* **What needs to be done**: Omitting every picture, output the records below exactly, please.
--- Material to process Enclosed Below ---
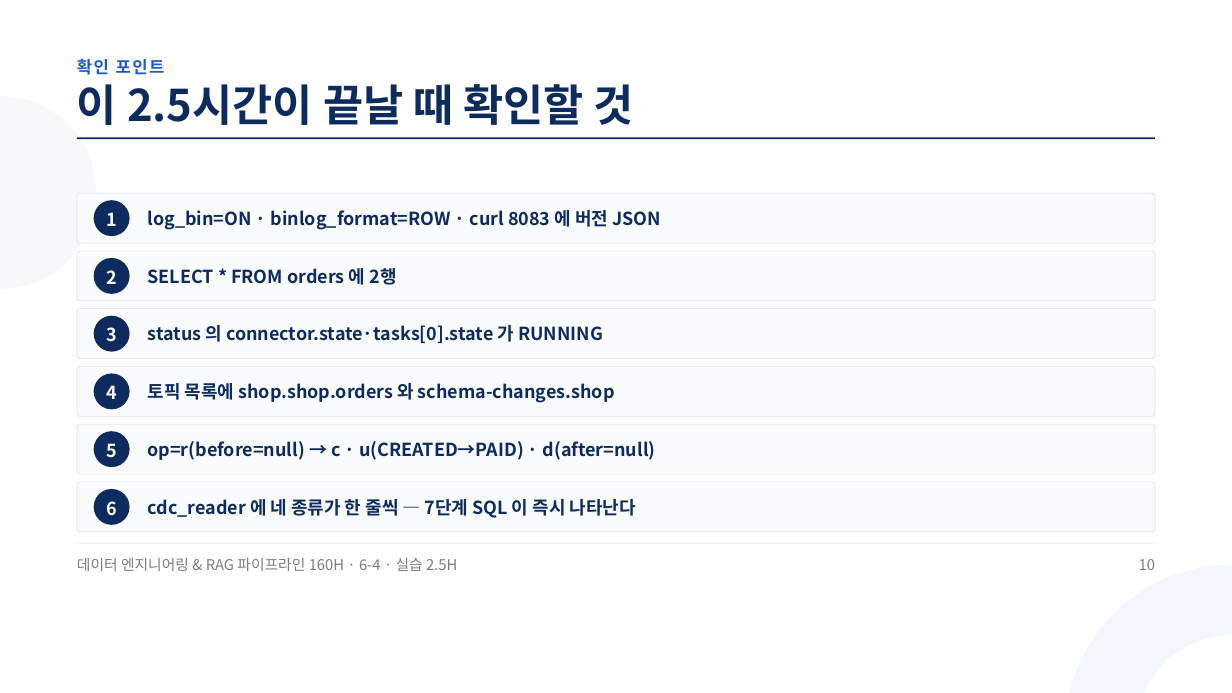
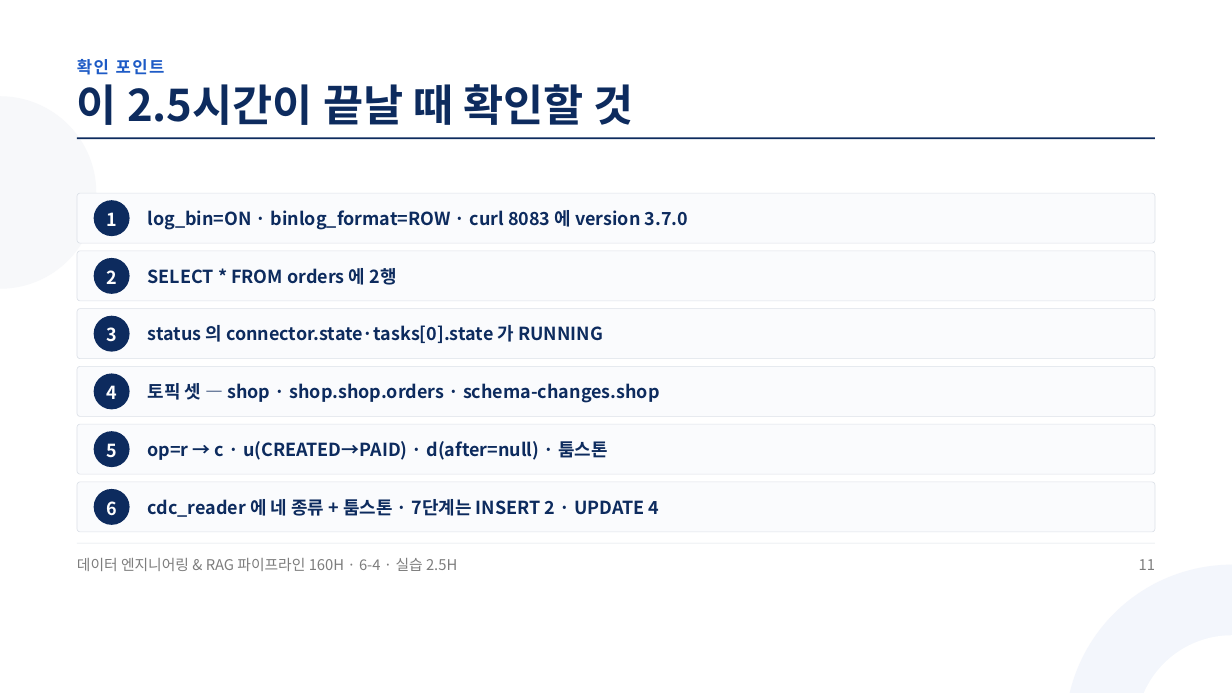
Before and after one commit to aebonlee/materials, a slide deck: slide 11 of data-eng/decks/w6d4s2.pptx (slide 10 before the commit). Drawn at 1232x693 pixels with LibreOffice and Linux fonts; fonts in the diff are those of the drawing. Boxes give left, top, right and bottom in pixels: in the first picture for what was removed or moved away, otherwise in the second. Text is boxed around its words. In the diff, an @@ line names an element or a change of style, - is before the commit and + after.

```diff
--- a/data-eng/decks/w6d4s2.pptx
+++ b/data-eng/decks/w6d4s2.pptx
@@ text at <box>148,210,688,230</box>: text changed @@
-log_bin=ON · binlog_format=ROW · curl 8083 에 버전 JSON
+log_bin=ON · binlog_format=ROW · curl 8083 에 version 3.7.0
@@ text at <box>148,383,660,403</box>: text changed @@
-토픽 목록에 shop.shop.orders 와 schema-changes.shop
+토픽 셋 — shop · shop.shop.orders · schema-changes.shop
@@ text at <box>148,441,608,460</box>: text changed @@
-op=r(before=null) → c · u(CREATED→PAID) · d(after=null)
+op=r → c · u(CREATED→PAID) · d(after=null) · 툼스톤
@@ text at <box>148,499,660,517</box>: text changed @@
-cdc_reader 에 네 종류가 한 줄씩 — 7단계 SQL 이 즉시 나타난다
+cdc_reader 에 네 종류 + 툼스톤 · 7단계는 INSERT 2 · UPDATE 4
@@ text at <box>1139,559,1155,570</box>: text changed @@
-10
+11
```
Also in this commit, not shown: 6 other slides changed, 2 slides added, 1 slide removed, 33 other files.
--- End of Enclosed Material to process ---
* **Your response**:
Before and after one commit to aebonlee/materials, a slide deck: slide 11 of data-eng/decks/w6d4s2.pptx (slide 10 before the commit). Drawn at 1232x693 pixels with LibreOffice and Linux fonts; fonts in the diff are those of the drawing. Boxes give left, top, right and bottom in pixels: in the first picture for what was removed or moved away, otherwise in the second. Text is boxed around its words. In the diff, an @@ line names an element or a change of style, - is before the commit and + after.

```diff
--- a/data-eng/decks/w6d4s2.pptx
+++ b/data-eng/decks/w6d4s2.pptx
@@ text at <box>148,210,688,230</box>: text changed @@
-log_bin=ON · binlog_format=ROW · curl 8083 에 버전 JSON
+log_bin=ON · binlog_format=ROW · curl 8083 에 version 3.7.0
@@ text at <box>148,383,660,403</box>: text changed @@
-토픽 목록에 shop.shop.orders 와 schema-changes.shop
+토픽 셋 — shop · shop.shop.orders · schema-changes.shop
@@ text at <box>148,441,608,460</box>: text changed @@
-op=r(before=null) → c · u(CREATED→PAID) · d(after=null)
+op=r → c · u(CREATED→PAID) · d(after=null) · 툼스톤
@@ text at <box>148,499,660,517</box>: text changed @@
-cdc_reader 에 네 종류가 한 줄씩 — 7단계 SQL 이 즉시 나타난다
+cdc_reader 에 네 종류 + 툼스톤 · 7단계는 INSERT 2 · UPDATE 4
@@ text at <box>1139,559,1155,570</box>: text changed @@
-10
+11
```
Also in this commit, not shown: 6 other slides changed, 2 slides added, 1 slide removed, 33 other files.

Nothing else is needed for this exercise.